ガルヴォルスLucifer
EPISODE1 –Awakening of darkness-
第5章
良夫はガルヴォルスだった。ダークガルヴォルスとなった彼は、ミナと寧々に牙を向けようとしていた。
「ミナちゃん、行って!あたしのことは気にしなくていいから!」
「寧々ちゃん!」
ミナが叫ぶ前で、寧々が良夫に向かって走り出した。ドッグガルヴォルスになった彼女は、素早く動いて良夫の背後に回り込んだ。

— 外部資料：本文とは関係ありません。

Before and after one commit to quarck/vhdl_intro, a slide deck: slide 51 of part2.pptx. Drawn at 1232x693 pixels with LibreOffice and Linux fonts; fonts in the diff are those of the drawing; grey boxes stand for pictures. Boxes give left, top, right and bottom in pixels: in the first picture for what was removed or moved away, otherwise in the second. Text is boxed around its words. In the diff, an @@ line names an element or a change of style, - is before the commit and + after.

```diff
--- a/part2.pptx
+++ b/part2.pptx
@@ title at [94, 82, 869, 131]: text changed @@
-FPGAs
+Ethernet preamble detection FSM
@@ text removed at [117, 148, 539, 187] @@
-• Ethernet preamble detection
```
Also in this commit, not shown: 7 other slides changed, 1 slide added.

だが良夫の体が変貌して突起が飛び出し、寧々を突き飛ばした。
「ガルヴォルスの中では動きが速いですが、私には及びませんね。」
良夫が振り返らずに、仰向けに倒れた寧々に言いかける。変形していた体を彼は元に戻す。
「2人とも逃がしません。ここで私が排除します。」
「ミナちゃん、逃げて!」
敵意を見せる良夫に、寧々がミナに呼びかけながら飛びかかる。
「行って、早く!」
寧々に強く言われて、ミナが悲痛さを感じながらも走り出した。寧々がつかみかかろうとするが、良夫が突き出した左手に体をえぐられる。
「うっ!」
寧々が激痛を覚えて顔を歪める。良夫に右足を叩き込んで距離を取った彼女だが、体の痛みに耐えきれずに地面に膝をつく。

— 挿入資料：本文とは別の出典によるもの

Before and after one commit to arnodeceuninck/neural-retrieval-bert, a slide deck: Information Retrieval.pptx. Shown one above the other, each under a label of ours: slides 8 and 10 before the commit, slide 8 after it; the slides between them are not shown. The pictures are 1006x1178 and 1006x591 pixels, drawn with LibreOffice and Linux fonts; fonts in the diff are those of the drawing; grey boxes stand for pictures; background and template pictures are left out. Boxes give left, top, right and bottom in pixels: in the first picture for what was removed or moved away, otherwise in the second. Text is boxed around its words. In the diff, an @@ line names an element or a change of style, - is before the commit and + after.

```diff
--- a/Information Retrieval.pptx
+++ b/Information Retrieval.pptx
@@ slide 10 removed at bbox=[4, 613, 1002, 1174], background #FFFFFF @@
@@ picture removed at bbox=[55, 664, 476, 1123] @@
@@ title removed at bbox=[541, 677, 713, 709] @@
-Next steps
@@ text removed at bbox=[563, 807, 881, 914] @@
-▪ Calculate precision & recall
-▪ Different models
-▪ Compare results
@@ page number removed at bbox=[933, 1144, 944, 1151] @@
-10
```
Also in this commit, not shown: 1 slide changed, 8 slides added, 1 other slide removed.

「たとえガルヴォルスであろうと、私たちがもたらすルールから逃れることはできません。」
良夫が動けないでいる寧々に振り返って、右手を彼女に向ける。
「それに天上ミナも逃げ切ることはできません。彼女も私たちの手の中なのですから。」
良夫が右手を伸ばして寧々を捕まえようとする。そこへヘッジホッグガルヴォルスとなった紅葉が飛び込んで、寧々を抱えて横を突き抜けた。
「お姉ちゃん!」
「逃げるよ、寧々!」
声を上げる寧々を連れて、紅葉が全速力で走り出す。
「逃げられないと言ったはずです。」
良夫が2人を狙って右手を伸ばす。寧々がとっさに地面を叩いて砂煙を巻き上げた。
「何っ!?」
視界をさえぎられて寧々と紅葉を見失う良夫。彼が砂煙を振り払った時には、2人の姿はその先になかった。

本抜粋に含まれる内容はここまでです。